Aislado, traicionado por los Zelaya y sin representación en el sistema electoral, Nasralla abandonó de nuevo su partido para encontrar cabida en un Partido Liberal sin liderazgo, junto a figuras como Yani Rosenthal y Jorge Cálix, a quienes él mismo había señalado antes por sus supuestos nexos con el crimen organizado. «Nunca haría una alianza con Yani», decía.
Con los liberales, Nasralla sacrifica su rostro de outsider y antitradicional para integrarse al tripartidismo, lanzando su candidatura desde el partido más antiguo del país. Electo candidato con 380 mil marcas en las elecciones primarias e internas, una vez más, el presentador estrena cara, esta vez más religiosa y conservadora.
Al igual que los Zelaya, Nasralla capitalizó políticamente los escándalos de los doce años de gobiernos nacionalistas.
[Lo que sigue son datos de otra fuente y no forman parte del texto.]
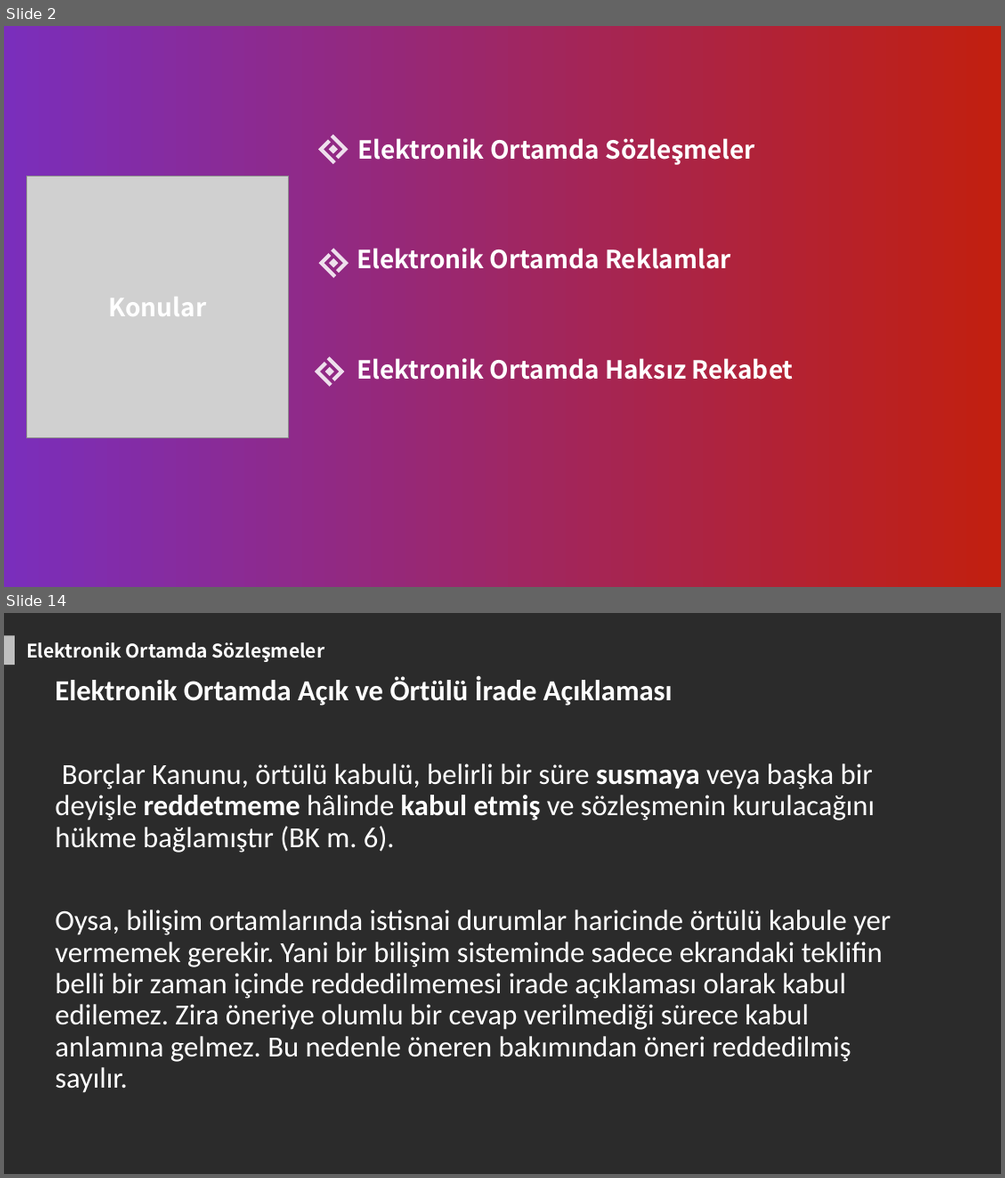
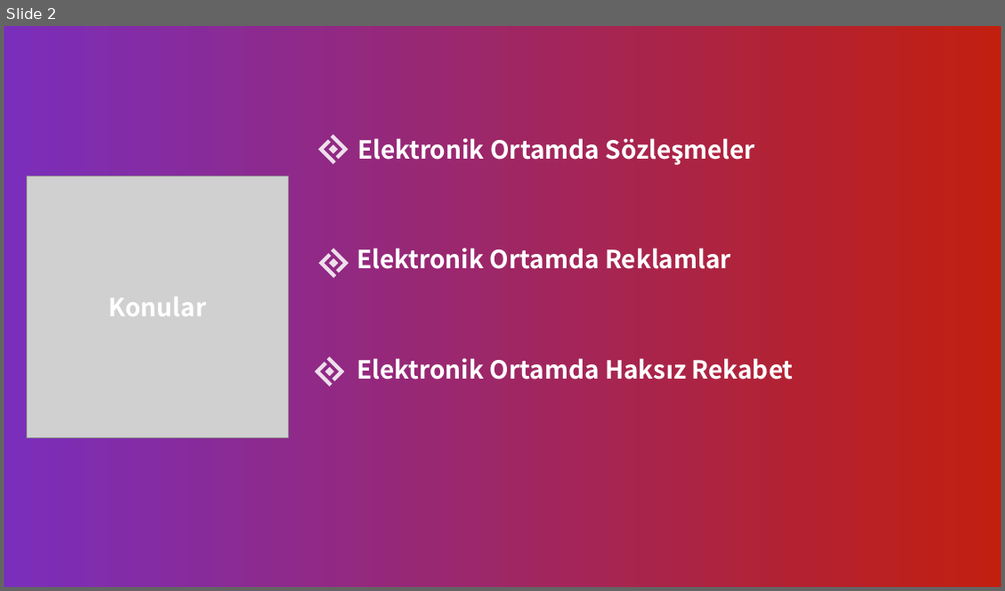
Before and after one commit to zafer-sn/MOS108-Bilisim-Hukuku, a slide deck: Hafta6/Hafta6.pptx. Shown one above the other, each under a label of ours: slides 2 and 14 before the commit, slide 2 after it; the slides between them are not shown. The pictures are 1005x1178 and 1005x591 pixels, drawn with LibreOffice and Linux fonts; fonts in the diff are those of the drawing; grey boxes stand for pictures; background and template pictures are left out; a plain dark background stands for a picture behind light text. Boxes give left, top, right and bottom in pixels: in the first picture for what was removed or moved away, otherwise in the second. Text is boxed around its words. In the diff, an @@ line names an element or a change of style, - is before the commit and + after.

```diff
--- a/Hafta6/Hafta6.pptx
+++ b/Hafta6/Hafta6.pptx
@@ slide 14 removed at (4, 613, 1001, 1174), background picture (left out) @@
@@ rectangle removed at (4, 635, 15, 665) @@
@@ text removed at (26, 642, 208, 658) @@
-Elektronik Ortamda Sözleşmeler
@@ text removed at (55, 676, 890, 1093) @@
-Elektronik Ortamda Açık ve Örtülü İrade Açıklaması
-Borçlar Kanunu, örtülü kabulü, belirli bir süre susmaya veya başka bir deyişle reddetmeme hâlinde kabul etmiş ve sözleşmenin kurulacağını hükme bağlamıştır (BK m. 6).
-Oysa, bilişim ortamlarında istisnai durumlar haricinde örtülü kabule yer vermemek gerekir. Yani bir bilişim sisteminde sadece ekrandaki teklifin belli bir zaman içinde reddedilmemesi irade açıklaması olarak kabul edilemez. Zira öneriye olumlu bir cevap verilmediği sürece kabul anlamına gelmez. Bu nedenle öneren bakımından öneri reddedilmiş sayılır.
```
Also in this commit, not shown: 3 slides changed, 22 slides added, 28 other slides removed, 1 other file.

Si el «Fuera JOH» fue tan efectivo en su momento, hoy promete bajo un discurso religioso, echar al «familión» del poder para erradicar su «comunismo».
Acompañado ahora por pastores religiosos, Nasralla se presenta como un «enviado de Dios» que promete devolver a la sociedad sus «valores perdidos». Ha propuesto la lectura obligatoria de la Biblia en las escuelas y se opone, como los mismos Zelaya, a cualquier intento por legalizar el matrimonio igualitario o el derecho al aborto. Lamentablemente estas promesas son efectivas en el electorado y rara vez se cuestionan.
Después de catorce años en la política, Nasralla sigue sin definir una doctrina, pero parece encontrar en el discurso religioso una narrativa que le permite parecer menos errático ante un electorado mayoritariamente ajeno al laicismo y su papel crucial en las democracias.
Probablemente, este nuevo rostro –el del Nasralla predicador– sea el más inquietante de todas sus facetas camaleónicas. Aún más alarmante para la débil democracia hondureña es que, frente a él, ningún otro candidato presidencial está dispuesto a defender el Estado laico. Basta recordar que, hace apenas cuatro años, la primera acción de la mandataria Xiomara Castro fue arrodillarse en la basílica de Suyapa.